- YOUR INSTRUCTIONS:
Look through the material below. Return exactly the lines from the one with "return revolve(profile)" through the one with "(-length, center_y - half_base", both included.

- RECORD SET:
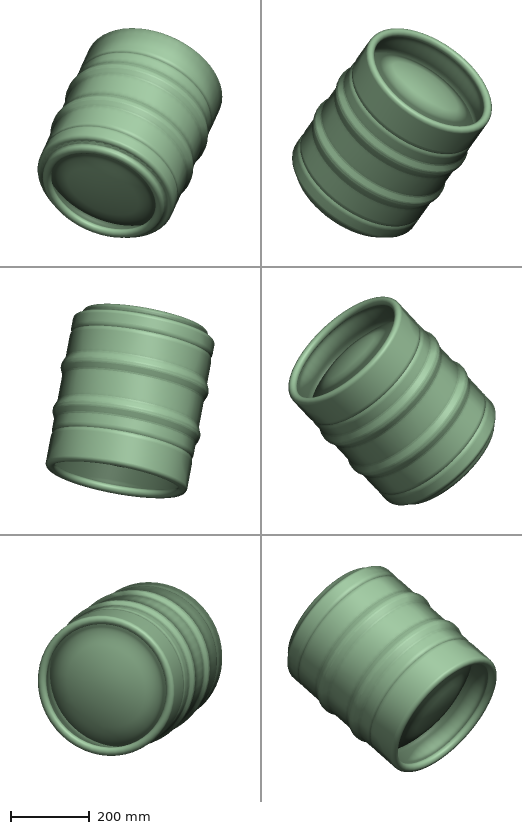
import cadquery as cq
import math

length = 420.5
front_y = -length / 2
back_y = length / 2

body_radius = 365.0 / 2
sheet_thickness = 1.9
skirt_inner_radius = body_radius - sheet_thickness

bead_tube_radius = 11.0
front_bead_radius = 151.0
back_bead_radius = body_radius - bead_tube_radius
front_bead_y = front_y + bead_tube_radius
back_bead_y = back_y - bead_tube_radius

corner_radius = 11.0
shoulder_edge_radius = body_radius - corner_radius
neck_outer_start = front_bead_radius + bead_tube_radius
neck_radius = shoulder_edge_radius - neck_outer_start
shoulder_y = front_bead_y + neck_radius
front_wall_y = shoulder_y + corner_radius

front_groove_y = front_y + 65.0
back_groove_y = front_y + 331.0
groove_half_width = 11.0
groove_depth = 3.5
lip_radius = (groove_half_width**2 + groove_depth**2) / (2 * groove_depth)

dome_edge_radius = skirt_inner_radius - groove_depth
dome_rise = 47.0
dome_sphere_radius = (dome_edge_radius**2 + dome_rise**2) / (2 * dome_rise)

ridge_radius = 380.0 / 2
ridge_crest_width = 10.5
ridge_base_width = 45.0
ridge_fillet = 10.0
ridge_positions = (front_y + 156.0, front_y + 271.0)


def revolve(profile):
    return profile.revolve(360, (0, 0, 0), (0, 1, 0))


def dome_middle(groove_y, outward):
    """Point on a dome halfway out to its edge; outward is -1 at the front, 1 at the back."""
    radius = dome_edge_radius / 2
    height = math.sqrt(dome_sphere_radius**2 - radius**2) - (dome_sphere_radius - dome_rise)
    return (radius, groove_y + outward * height)


def lip_middle(wall_radius, groove_y, outward):
    """Middle of the arc that curls from a straight wall in to a groove."""
    half_angle = math.asin(groove_half_width / lip_radius) / 2
    radius = wall_radius - lip_radius * (1 - math.cos(half_angle))
    return (radius, groove_y + outward * (groove_half_width - lip_radius * math.sin(half_angle)))


def arc_middle(center_radius, center_y, arc_radius, radius_sign, y_sign):
    """Middle of a quarter arc lying in the given diagonal direction."""
    reach = arc_radius * math.cos(math.radians(45))
    return (center_radius + radius_sign * reach, center_y + y_sign * reach)


def make_shell():
    """Vessel and both skirts with a plain outer wall and no beads."""
    neck_inner_radius = neck_radius + sheet_thickness
    corner_inner_radius = corner_radius - sheet_thickness
    corner_center = (shoulder_edge_radius, front_wall_y)
    neck_center = (shoulder_edge_radius, front_bead_y)
    profile = (
        cq.Workplane("XY")
        .moveTo(0, front_groove_y - dome_rise)
        .threePointArc(dome_middle(front_groove_y, -1), (dome_edge_radius, front_groove_y))
        .threePointArc(
            lip_middle(skirt_inner_radius, front_groove_y, -1),
            (skirt_inner_radius, front_groove_y - groove_half_width),
        )
        .lineTo(skirt_inner_radius, front_wall_y)
        .threePointArc(
            arc_middle(*corner_center, corner_inner_radius, 1, -1),
            (shoulder_edge_radius, shoulder_y + sheet_thickness),
        )
        .threePointArc(
            arc_middle(*neck_center, neck_inner_radius, -1, 1),
            (neck_outer_start - sheet_thickness, front_bead_y),
        )
        .lineTo(neck_outer_start, front_bead_y)
        .threePointArc(
            arc_middle(*neck_center, neck_radius, -1, 1),
            (shoulder_edge_radius, shoulder_y),
        )
        .threePointArc(
            arc_middle(*corner_center, corner_radius, 1, -1),
            (body_radius, front_wall_y),
        )
        .lineTo(body_radius, back_bead_y)
        .lineTo(skirt_inner_radius, back_bead_y)
        .lineTo(skirt_inner_radius, back_groove_y + groove_half_width)
        .threePointArc(
            lip_middle(skirt_inner_radius, back_groove_y, 1),
            (dome_edge_radius, back_groove_y),
        )
        .threePointArc(dome_middle(back_groove_y, 1), (0, back_groove_y + dome_rise))
        .close()
    )
    return revolve(profile)


def make_bead(center_radius, center_y):
    center = cq.Vector(0, center_y, 0)
    axis = cq.Vector(0, 1, 0)
    return cq.Workplane(cq.Solid.makeTorus(center_radius, bead_tube_radius, center, axis))


def add_ridge(keg, center_y):
    """Add one trapezoidal ridge and round its crest and base edges."""
    half_base = ridge_base_width / 2
    half_crest = ridge_crest_width / 2
    core_radius = body_radius / 2
    ridge = revolve(
        cq.Workplane("XY").polyline([
            (core_radius, center_y - half_base),
            (body_radius, center_y - half_base),
            (ridge_radius, center_y - half_crest),
            (ridge_radius, center_y + half_crest),
            (body_radius, center_y + half_base),
            (core_radius, center_y + half_base),
        ]).close()
    )
    margin = 0.5
    ridge_zone = cq.selectors.BoxSelector(
        (-length, center_y - half_base - margin, -length),
        (length, center_y + half_base + margin, length),
    )
    return keg.union(ridge).edges(ridge_zone).edges("%CIRCLE").fillet(ridge_fillet)


def cut_groove(keg, center_y):
    """Cut one groove whose two convex sides meet in a sharp bottom edge."""
    groove = revolve(
        cq.Workplane("XY")
        .moveTo(body_radius, center_y - groove_half_width)
        .threePointArc(lip_middle(body_radius, center_y, -1), (body_radius - groove_depth, center_y))
        .threePointArc(
            lip_middle(body_radius, center_y, 1),
            (body_radius, center_y + groove_half_width),
        )
        .close()
    )
    return keg.cut(groove)


def make_keg():
    keg = make_shell()
    for position in ridge_positions:
        keg = add_ridge(keg, position)
    for groove_y in (front_groove_y, back_groove_y):
        keg = cut_groove(keg, groove_y)
    keg = keg.union(make_bead(front_bead_radius, front_bead_y))
    return keg.union(make_bead(back_bead_radius, back_bead_y))


keg = make_keg()
result = cq.Compound.makeCompound([keg.solids().val()])

- SOLUTION TO THIS EXERCISE:
    return revolve(profile)


def make_bead(center_radius, center_y):
    center = cq.Vector(0, center_y, 0)
    axis = cq.Vector(0, 1, 0)
    return cq.Workplane(cq.Solid.makeTorus(center_radius, bead_tube_radius, center, axis))


def add_ridge(keg, center_y):
    """Add one trapezoidal ridge and round its crest and base edges."""
    half_base = ridge_base_width / 2
    half_crest = ridge_crest_width / 2
    core_radius = body_radius / 2
    ridge = revolve(
        cq.Workplane("XY").polyline([
            (core_radius, center_y - half_base),
            (body_radius, center_y - half_base),
            (ridge_radius, center_y - half_crest),
            (ridge_radius, center_y + half_crest),
            (body_radius, center_y + half_base),
            (core_radius, center_y + half_base),
        ]).close()
    )
    margin = 0.5
    ridge_zone = cq.selectors.BoxSelector(
        (-length, center_y - half_base - margin, -length),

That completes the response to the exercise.